Data for analysis START

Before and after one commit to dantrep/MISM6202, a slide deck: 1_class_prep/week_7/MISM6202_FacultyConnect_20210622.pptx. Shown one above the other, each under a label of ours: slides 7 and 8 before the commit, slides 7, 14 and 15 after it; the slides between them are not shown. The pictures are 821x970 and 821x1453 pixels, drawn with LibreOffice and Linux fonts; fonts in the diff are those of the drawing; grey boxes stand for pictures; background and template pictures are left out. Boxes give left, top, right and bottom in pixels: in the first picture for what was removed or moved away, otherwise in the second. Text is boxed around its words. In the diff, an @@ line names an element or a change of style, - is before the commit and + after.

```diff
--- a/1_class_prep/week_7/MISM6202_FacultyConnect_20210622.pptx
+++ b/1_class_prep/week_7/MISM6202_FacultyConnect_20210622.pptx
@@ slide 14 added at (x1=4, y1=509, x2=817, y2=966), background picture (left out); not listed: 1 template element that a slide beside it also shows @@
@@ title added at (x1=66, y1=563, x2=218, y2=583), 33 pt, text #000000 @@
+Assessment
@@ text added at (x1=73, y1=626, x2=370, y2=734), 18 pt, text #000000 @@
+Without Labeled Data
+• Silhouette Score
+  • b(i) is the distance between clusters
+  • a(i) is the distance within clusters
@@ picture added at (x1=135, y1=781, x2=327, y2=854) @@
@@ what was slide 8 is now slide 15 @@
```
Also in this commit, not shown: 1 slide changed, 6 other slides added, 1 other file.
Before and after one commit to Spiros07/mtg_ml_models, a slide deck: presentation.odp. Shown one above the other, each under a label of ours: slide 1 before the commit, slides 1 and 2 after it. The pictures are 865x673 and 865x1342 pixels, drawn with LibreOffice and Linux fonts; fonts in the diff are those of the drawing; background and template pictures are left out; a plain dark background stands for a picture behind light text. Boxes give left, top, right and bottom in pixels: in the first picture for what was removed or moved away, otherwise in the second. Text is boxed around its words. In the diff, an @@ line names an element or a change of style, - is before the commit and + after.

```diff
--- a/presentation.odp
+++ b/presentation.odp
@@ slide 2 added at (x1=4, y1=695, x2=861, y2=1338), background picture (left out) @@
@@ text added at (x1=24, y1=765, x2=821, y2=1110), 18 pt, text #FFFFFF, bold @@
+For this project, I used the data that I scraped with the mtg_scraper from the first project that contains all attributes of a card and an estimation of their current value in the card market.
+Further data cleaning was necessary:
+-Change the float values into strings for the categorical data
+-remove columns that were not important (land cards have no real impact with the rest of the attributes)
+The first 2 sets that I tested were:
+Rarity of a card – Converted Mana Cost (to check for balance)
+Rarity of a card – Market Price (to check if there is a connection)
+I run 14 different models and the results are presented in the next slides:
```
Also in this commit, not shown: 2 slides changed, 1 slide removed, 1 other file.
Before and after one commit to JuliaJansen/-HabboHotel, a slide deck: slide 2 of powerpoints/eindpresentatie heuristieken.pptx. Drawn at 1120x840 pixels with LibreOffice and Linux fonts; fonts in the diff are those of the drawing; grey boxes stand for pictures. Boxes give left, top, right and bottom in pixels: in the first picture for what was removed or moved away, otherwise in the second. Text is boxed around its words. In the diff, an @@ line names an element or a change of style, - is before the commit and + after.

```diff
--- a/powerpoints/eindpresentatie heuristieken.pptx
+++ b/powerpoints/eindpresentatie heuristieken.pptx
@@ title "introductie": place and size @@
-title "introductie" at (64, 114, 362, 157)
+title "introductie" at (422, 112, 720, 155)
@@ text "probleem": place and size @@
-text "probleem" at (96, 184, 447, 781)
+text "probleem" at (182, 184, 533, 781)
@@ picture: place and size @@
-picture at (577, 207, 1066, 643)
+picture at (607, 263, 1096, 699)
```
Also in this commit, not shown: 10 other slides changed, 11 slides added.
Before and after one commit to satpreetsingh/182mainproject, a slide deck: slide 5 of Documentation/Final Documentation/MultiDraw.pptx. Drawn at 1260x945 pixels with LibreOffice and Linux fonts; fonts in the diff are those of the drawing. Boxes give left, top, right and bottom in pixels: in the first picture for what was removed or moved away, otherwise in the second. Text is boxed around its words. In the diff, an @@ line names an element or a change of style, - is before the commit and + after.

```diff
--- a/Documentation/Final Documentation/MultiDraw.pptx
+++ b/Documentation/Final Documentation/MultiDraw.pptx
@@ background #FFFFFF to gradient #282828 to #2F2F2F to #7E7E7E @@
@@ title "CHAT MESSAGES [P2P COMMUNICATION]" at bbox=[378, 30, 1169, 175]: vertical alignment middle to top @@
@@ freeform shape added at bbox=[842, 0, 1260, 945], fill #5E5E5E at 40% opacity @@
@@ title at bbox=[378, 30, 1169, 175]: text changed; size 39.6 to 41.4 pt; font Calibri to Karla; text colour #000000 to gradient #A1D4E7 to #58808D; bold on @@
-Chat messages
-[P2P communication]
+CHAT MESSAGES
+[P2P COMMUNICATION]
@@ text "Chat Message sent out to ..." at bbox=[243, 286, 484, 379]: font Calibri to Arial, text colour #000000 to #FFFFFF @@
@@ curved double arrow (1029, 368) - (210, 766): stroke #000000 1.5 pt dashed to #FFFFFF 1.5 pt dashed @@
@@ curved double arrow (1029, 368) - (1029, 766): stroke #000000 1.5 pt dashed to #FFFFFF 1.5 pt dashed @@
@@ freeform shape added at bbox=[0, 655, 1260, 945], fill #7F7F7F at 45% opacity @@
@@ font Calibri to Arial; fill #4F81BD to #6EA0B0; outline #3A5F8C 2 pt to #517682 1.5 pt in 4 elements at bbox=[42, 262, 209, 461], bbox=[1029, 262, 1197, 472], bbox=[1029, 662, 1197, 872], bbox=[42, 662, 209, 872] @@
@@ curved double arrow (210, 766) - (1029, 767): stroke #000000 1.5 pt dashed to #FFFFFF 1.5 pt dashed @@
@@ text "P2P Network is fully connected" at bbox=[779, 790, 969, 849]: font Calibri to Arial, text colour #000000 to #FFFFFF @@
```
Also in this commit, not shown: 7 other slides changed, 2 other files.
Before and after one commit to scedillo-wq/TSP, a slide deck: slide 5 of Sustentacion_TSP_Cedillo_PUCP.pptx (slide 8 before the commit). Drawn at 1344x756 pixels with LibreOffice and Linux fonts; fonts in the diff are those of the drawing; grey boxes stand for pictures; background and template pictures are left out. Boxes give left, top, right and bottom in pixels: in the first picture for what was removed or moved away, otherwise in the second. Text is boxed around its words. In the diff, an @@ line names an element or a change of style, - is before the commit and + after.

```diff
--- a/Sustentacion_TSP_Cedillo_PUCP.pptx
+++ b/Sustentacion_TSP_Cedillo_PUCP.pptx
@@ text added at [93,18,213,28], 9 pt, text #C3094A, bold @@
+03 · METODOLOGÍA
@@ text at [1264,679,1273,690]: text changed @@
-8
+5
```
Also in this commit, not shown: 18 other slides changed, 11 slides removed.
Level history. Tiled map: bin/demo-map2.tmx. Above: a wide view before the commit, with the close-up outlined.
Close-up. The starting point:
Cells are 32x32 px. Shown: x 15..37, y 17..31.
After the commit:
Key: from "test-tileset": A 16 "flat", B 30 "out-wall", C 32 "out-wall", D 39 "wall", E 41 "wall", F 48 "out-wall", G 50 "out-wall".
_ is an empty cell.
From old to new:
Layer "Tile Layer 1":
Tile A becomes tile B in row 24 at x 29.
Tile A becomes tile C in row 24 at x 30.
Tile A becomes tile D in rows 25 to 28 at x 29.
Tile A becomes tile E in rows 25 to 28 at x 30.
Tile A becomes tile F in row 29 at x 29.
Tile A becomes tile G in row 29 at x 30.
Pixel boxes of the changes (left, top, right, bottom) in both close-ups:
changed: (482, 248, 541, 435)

Data for analysis END

→ Action item: The answer should reproduce each entry above in full.

→ Answer for this exercise:
Before and after one commit to dantrep/MISM6202, a slide deck: 1_class_prep/week_7/MISM6202_FacultyConnect_20210622.pptx. Shown one above the other, each under a label of ours: slides 7 and 8 before the commit, slides 7, 14 and 15 after it; the slides between them are not shown. The pictures are 821x970 and 821x1453 pixels, drawn with LibreOffice and Linux fonts; fonts in the diff are those of the drawing; grey boxes stand for pictures; background and template pictures are left out. Boxes give left, top, right and bottom in pixels: in the first picture for what was removed or moved away, otherwise in the second. Text is boxed around its words. In the diff, an @@ line names an element or a change of style, - is before the commit and + after.

```diff
--- a/1_class_prep/week_7/MISM6202_FacultyConnect_20210622.pptx
+++ b/1_class_prep/week_7/MISM6202_FacultyConnect_20210622.pptx
@@ slide 14 added at (x1=4, y1=509, x2=817, y2=966), background picture (left out); not listed: 1 template element that a slide beside it also shows @@
@@ title added at (x1=66, y1=563, x2=218, y2=583), 33 pt, text #000000 @@
+Assessment
@@ text added at (x1=73, y1=626, x2=370, y2=734), 18 pt, text #000000 @@
+Without Labeled Data
+• Silhouette Score
+  • b(i) is the distance between clusters
+  • a(i) is the distance within clusters
@@ picture added at (x1=135, y1=781, x2=327, y2=854) @@
@@ what was slide 8 is now slide 15 @@
```
Also in this commit, not shown: 1 slide changed, 6 other slides added, 1 other file.
Before and after one commit to Spiros07/mtg_ml_models, a slide deck: presentation.odp. Shown one above the other, each under a label of ours: slide 1 before the commit, slides 1 and 2 after it. The pictures are 865x673 and 865x1342 pixels, drawn with LibreOffice and Linux fonts; fonts in the diff are those of the drawing; background and template pictures are left out; a plain dark background stands for a picture behind light text. Boxes give left, top, right and bottom in pixels: in the first picture for what was removed or moved away, otherwise in the second. Text is boxed around its words. In the diff, an @@ line names an element or a change of style, - is before the commit and + after.

```diff
--- a/presentation.odp
+++ b/presentation.odp
@@ slide 2 added at (x1=4, y1=695, x2=861, y2=1338), background picture (left out) @@
@@ text added at (x1=24, y1=765, x2=821, y2=1110), 18 pt, text #FFFFFF, bold @@
+For this project, I used the data that I scraped with the mtg_scraper from the first project that contains all attributes of a card and an estimation of their current value in the card market.
+Further data cleaning was necessary:
+-Change the float values into strings for the categorical data
+-remove columns that were not important (land cards have no real impact with the rest of the attributes)
+The first 2 sets that I tested were:
+Rarity of a card – Converted Mana Cost (to check for balance)
+Rarity of a card – Market Price (to check if there is a connection)
+I run 14 different models and the results are presented in the next slides:
```
Also in this commit, not shown: 2 slides changed, 1 slide removed, 1 other file.
Before and after one commit to JuliaJansen/-HabboHotel, a slide deck: slide 2 of powerpoints/eindpresentatie heuristieken.pptx. Drawn at 1120x840 pixels with LibreOffice and Linux fonts; fonts in the diff are those of the drawing; grey boxes stand for pictures. Boxes give left, top, right and bottom in pixels: in the first picture for what was removed or moved away, otherwise in the second. Text is boxed around its words. In the diff, an @@ line names an element or a change of style, - is before the commit and + after.

```diff
--- a/powerpoints/eindpresentatie heuristieken.pptx
+++ b/powerpoints/eindpresentatie heuristieken.pptx
@@ title "introductie": place and size @@
-title "introductie" at (64, 114, 362, 157)
+title "introductie" at (422, 112, 720, 155)
@@ text "probleem": place and size @@
-text "probleem" at (96, 184, 447, 781)
+text "probleem" at (182, 184, 533, 781)
@@ picture: place and size @@
-picture at (577, 207, 1066, 643)
+picture at (607, 263, 1096, 699)
```
Also in this commit, not shown: 10 other slides changed, 11 slides added.
Before and after one commit to satpreetsingh/182mainproject, a slide deck: slide 5 of Documentation/Final Documentation/MultiDraw.pptx. Drawn at 1260x945 pixels with LibreOffice and Linux fonts; fonts in the diff are those of the drawing. Boxes give left, top, right and bottom in pixels: in the first picture for what was removed or moved away, otherwise in the second. Text is boxed around its words. In the diff, an @@ line names an element or a change of style, - is before the commit and + after.

```diff
--- a/Documentation/Final Documentation/MultiDraw.pptx
+++ b/Documentation/Final Documentation/MultiDraw.pptx
@@ background #FFFFFF to gradient #282828 to #2F2F2F to #7E7E7E @@
@@ title "CHAT MESSAGES [P2P COMMUNICATION]" at bbox=[378, 30, 1169, 175]: vertical alignment middle to top @@
@@ freeform shape added at bbox=[842, 0, 1260, 945], fill #5E5E5E at 40% opacity @@
@@ title at bbox=[378, 30, 1169, 175]: text changed; size 39.6 to 41.4 pt; font Calibri to Karla; text colour #000000 to gradient #A1D4E7 to #58808D; bold on @@
-Chat messages
-[P2P communication]
+CHAT MESSAGES
+[P2P COMMUNICATION]
@@ text "Chat Message sent out to ..." at bbox=[243, 286, 484, 379]: font Calibri to Arial, text colour #000000 to #FFFFFF @@
@@ curved double arrow (1029, 368) - (210, 766): stroke #000000 1.5 pt dashed to #FFFFFF 1.5 pt dashed @@
@@ curved double arrow (1029, 368) - (1029, 766): stroke #000000 1.5 pt dashed to #FFFFFF 1.5 pt dashed @@
@@ freeform shape added at bbox=[0, 655, 1260, 945], fill #7F7F7F at 45% opacity @@
@@ font Calibri to Arial; fill #4F81BD to #6EA0B0; outline #3A5F8C 2 pt to #517682 1.5 pt in 4 elements at bbox=[42, 262, 209, 461], bbox=[1029, 262, 1197, 472], bbox=[1029, 662, 1197, 872], bbox=[42, 662, 209, 872] @@
@@ curved double arrow (210, 766) - (1029, 767): stroke #000000 1.5 pt dashed to #FFFFFF 1.5 pt dashed @@
@@ text "P2P Network is fully connected" at bbox=[779, 790, 969, 849]: font Calibri to Arial, text colour #000000 to #FFFFFF @@
```
Also in this commit, not shown: 7 other slides changed, 2 other files.
Before and after one commit to scedillo-wq/TSP, a slide deck: slide 5 of Sustentacion_TSP_Cedillo_PUCP.pptx (slide 8 before the commit). Drawn at 1344x756 pixels with LibreOffice and Linux fonts; fonts in the diff are those of the drawing; grey boxes stand for pictures; background and template pictures are left out. Boxes give left, top, right and bottom in pixels: in the first picture for what was removed or moved away, otherwise in the second. Text is boxed around its words. In the diff, an @@ line names an element or a change of style, - is before the commit and + after.

```diff
--- a/Sustentacion_TSP_Cedillo_PUCP.pptx
+++ b/Sustentacion_TSP_Cedillo_PUCP.pptx
@@ text added at [93,18,213,28], 9 pt, text #C3094A, bold @@
+03 · METODOLOGÍA
@@ text at [1264,679,1273,690]: text changed @@
-8
+5
```
Also in this commit, not shown: 18 other slides changed, 11 slides removed.
Level history. Tiled map: bin/demo-map2.tmx. Above: a wide view before the commit, with the close-up outlined.
Close-up. The starting point:
Cells are 32x32 px. Shown: x 15..37, y 17..31.
After the commit:
Key: from "test-tileset": A 16 "flat", B 30 "out-wall", C 32 "out-wall", D 39 "wall", E 41 "wall", F 48 "out-wall", G 50 "out-wall".
_ is an empty cell.
From old to new:
Layer "Tile Layer 1":
Tile A becomes tile B in row 24 at x 29.
Tile A becomes tile C in row 24 at x 30.
Tile A becomes tile D in rows 25 to 28 at x 29.
Tile A becomes tile E in rows 25 to 28 at x 30.
Tile A becomes tile F in row 29 at x 29.
Tile A becomes tile G in row 29 at x 30.
Pixel boxes of the changes (left, top, right, bottom) in both close-ups:
changed: (482, 248, 541, 435)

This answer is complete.